Abstract

We previously reported behavioral and electrophysiological evidence indicating that superior cervical ganglia (SCG) from rats that developed hypertension as a result of chronic psychosocial stress expressed ganglionic long-term potentiation (gLTP) in vivo. In the present study, we present additional supportive evidence by measuring changes in protein levels of essential signaling molecules in ganglia from chronically stressed rats. We compared protein levels of essential, LTP-related signaling molecules in ganglia isolated from chronic stress-hypertensive rats, known to have expressed gLTP, with those of the same molecules in normal ganglia 1h after eliciting gLTP by high frequency stimulation (HFS) in vitro.

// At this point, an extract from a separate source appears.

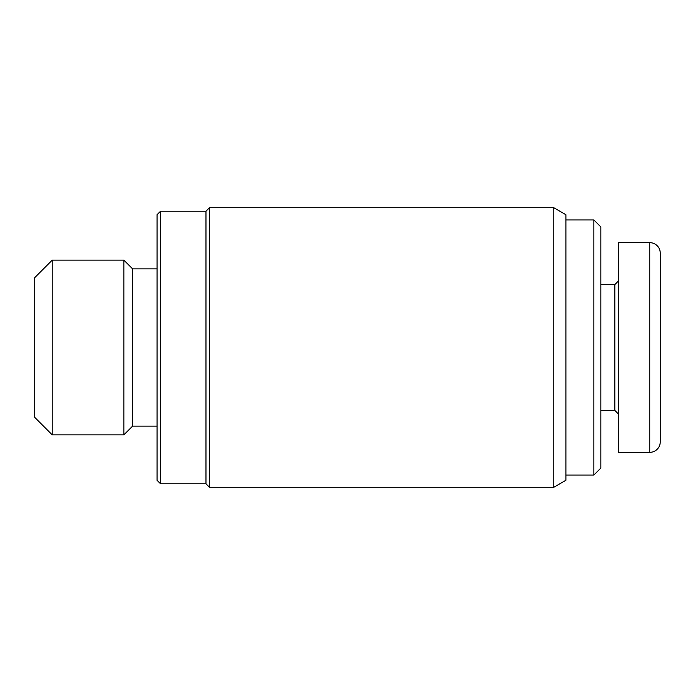<?xml version="1.0" encoding="UTF-8"?>
<svg xmlns="http://www.w3.org/2000/svg" width="695" height="695" viewBox="0 0 695 695"><rect width="100%" height="100%" fill="white"/><g stroke="black" fill="none" stroke-linecap="round" stroke-linejoin="round"><path stroke-width="1.04" d="M157.053 426.122L132.597 426.122L132.597 268.878L123.858 260.139L52.221 260.139L52.221 434.862L123.858 434.862L123.858 260.139M52.221 260.139L34.75 277.609L34.75 417.391L52.221 434.862M553.793 207.727L565.904 214.712L565.904 480.288L553.793 487.273L553.793 207.727L209.473 207.727L209.473 487.273L553.793 487.273M160.545 483.781L160.545 211.219L157.053 214.712L157.053 480.288L160.545 483.781L205.972 483.781L209.473 487.273M209.473 207.727L205.972 211.219L205.972 483.781M618.315 281.11L614.823 284.603L614.823 410.397L600.845 410.397M593.86 475.05L600.845 468.056L600.845 226.944L593.86 219.95L593.86 475.05L565.904 475.05M618.315 242.668L618.315 452.332L649.764 452.332A10.486 10.486 0 0 0 660.25 441.846L660.25 253.154A10.486 10.486 0 0 0 649.764 242.668L618.315 242.668M649.764 242.668L649.764 452.332M132.597 426.122L123.858 434.862M614.823 410.397L618.315 413.89M593.86 219.95L565.904 219.95M614.823 284.603L600.845 284.603M205.972 211.219L160.545 211.219M157.053 268.878L132.597 268.878"/></g></svg>

Immunoblot analysis showed a significant increase in the levels of phosphorylated CaMKII, total CaMKII, nitric oxide synthase (NOS-1), and calmodulin in SCG from both chronically stressed rats and from normal rat ganglia in which gLTP was expressed by HFS in vitro. Additionally, there was a parallel reduction in calcineurin protein levels in ganglia from both groups. The present results confirm that ganglia from stressed rats have expressed gLTP in vivo and that synaptic plasticity in sympathetic ganglia may involve a molecular cascade largely similar to that of LTP in the hippocampal CA1 region.